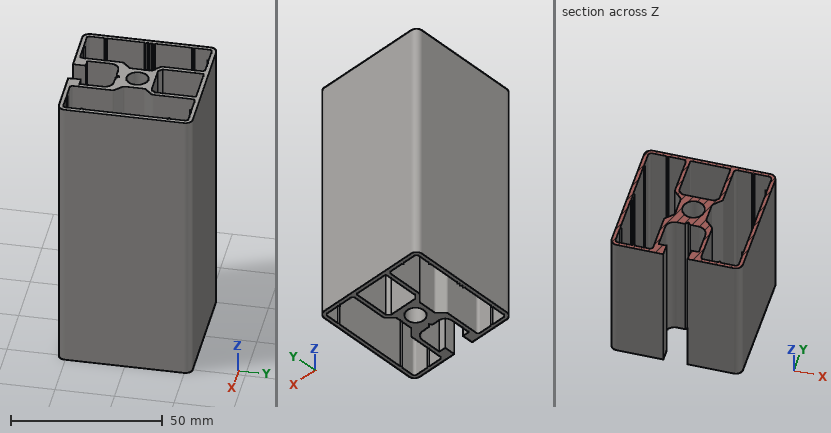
import cadquery as cq

size = 45.0
length = 100.0
half = size / 2
wall = 1.5
outer_radius = 2.5
chamber_radius = outer_radius - wall
inner_face = half - wall

bore_diameter = 7.3
core_half_width = 5.4
web_inner = 6.8
web_outer = web_inner + wall
flare_start = 3.6
flare_end = flare_start + web_outer - core_half_width
bend_radius = 1.0

rear_floor = 5.8
rear_chamfer = 1.3
rear_corner_radius = 0.5

slot_half_opening = 4.1
lip_depth = 4.3
slot_floor = -7.2
slot_radius = 3.1
notch_half_width = 0.8
notch_depth = 1.0

ridge_offset = 14.7
ridge_height = 0.5
ridge_half_width = 0.5
centre_ridge_pitch = 1.4
overlap = 0.2


def extrude(sketch):
    """Close an outline and raise it over the full profile length."""
    return sketch.close().extrude(length)


def side_chamber():
    """Chamber on the -X side; its inner side follows the flared core."""
    chamber = extrude(
        cq.Workplane("XY")
        .moveTo(-inner_face, -inner_face)
        .lineTo(-web_outer, -inner_face)
        .lineTo(-web_outer, -flare_end)
        .lineTo(-core_half_width, -flare_start)
        .lineTo(-core_half_width, flare_start)
        .lineTo(-web_outer, flare_end)
        .lineTo(-web_outer, inner_face)
        .lineTo(-inner_face, inner_face)
    )
    chamber = chamber.faces("<Y or >Y").edges("|Z").fillet(chamber_radius)
    bend_zone = cq.selectors.BoxSelector(
        (-web_outer - overlap, -flare_end - overlap, 0),
        (-core_half_width + overlap, flare_end + overlap, length),
    )
    return chamber.edges("|Z").edges(bend_zone).fillet(bend_radius)


def rear_chamber():
    chamber = extrude(
        cq.Workplane("XY")
        .moveTo(-web_inner, inner_face)
        .lineTo(-web_inner, rear_floor + rear_chamfer)
        .lineTo(-web_inner + rear_chamfer, rear_floor)
        .lineTo(web_inner - rear_chamfer, rear_floor)
        .lineTo(web_inner, rear_floor + rear_chamfer)
        .lineTo(web_inner, inner_face)
    )
    return chamber.faces(">Y").edges("|Z").fillet(rear_corner_radius)


def t_slot():
    """Slot with rounded floor corners and a V-shaped centring notch."""
    lip_face = -half + lip_depth
    return extrude(
        cq.Workplane("XY")
        .moveTo(-slot_half_opening, -half)
        .lineTo(-slot_half_opening, lip_face)
        .lineTo(-web_inner, lip_face)
        .lineTo(-web_inner, slot_floor - slot_radius)
        .radiusArc((-web_inner + slot_radius, slot_floor), slot_radius)
        .lineTo(-notch_half_width, slot_floor)
        .lineTo(0, slot_floor + notch_depth)
        .lineTo(notch_half_width, slot_floor)
        .lineTo(web_inner - slot_radius, slot_floor)
        .radiusArc((web_inner, slot_floor - slot_radius), slot_radius)
        .lineTo(web_inner, lip_face)
        .lineTo(slot_half_opening, lip_face)
        .lineTo(slot_half_opening, -half)
    )


def ridge(offset, turn):
    """Triangular ridge on the +X wall, rooted in it, then turned about Z."""
    root = inner_face + overlap
    return extrude(
        cq.Workplane("XY")
        .moveTo(root, offset - ridge_half_width)
        .lineTo(inner_face, offset - ridge_half_width)
        .lineTo(inner_face - ridge_height, offset)
        .lineTo(inner_face, offset + ridge_half_width)
        .lineTo(root, offset + ridge_half_width)
    ).rotate((0, 0, 0), (0, 0, 1), turn)


profile = cq.Workplane("XY").rect(size, size).extrude(length)
profile = profile.edges("|Z").fillet(outer_radius)

chamber = side_chamber()
profile = profile.cut(chamber).cut(chamber.mirror("YZ"))
profile = profile.cut(rear_chamber()).cut(t_slot())
profile = profile.cut(cq.Workplane("XY").circle(bore_diameter / 2).extrude(length))

for turn in (0, 90, 180, 270):
    for offset in (-ridge_offset, ridge_offset):
        profile = profile.union(ridge(offset, turn))

for step in (-1, 0, 1):
    profile = profile.union(ridge(step * centre_ridge_pitch, 180))

result = profile

☆ ☆ ☆ ☆

# [Exercise details]
Output the line containing "profile = profile.cut(rear_chamber()).cut(t_slot())" and all lines after it to the end of the records, exactly as given.

# [Output for this task]
profile = profile.cut(rear_chamber()).cut(t_slot())
profile = profile.cut(cq.Workplane("XY").circle(bore_diameter / 2).extrude(length))

for turn in (0, 90, 180, 270):
    for offset in (-ridge_offset, ridge_offset):
        profile = profile.union(ridge(offset, turn))

for step in (-1, 0, 1):
    profile = profile.union(ridge(step * centre_ridge_pitch, 180))

result = profile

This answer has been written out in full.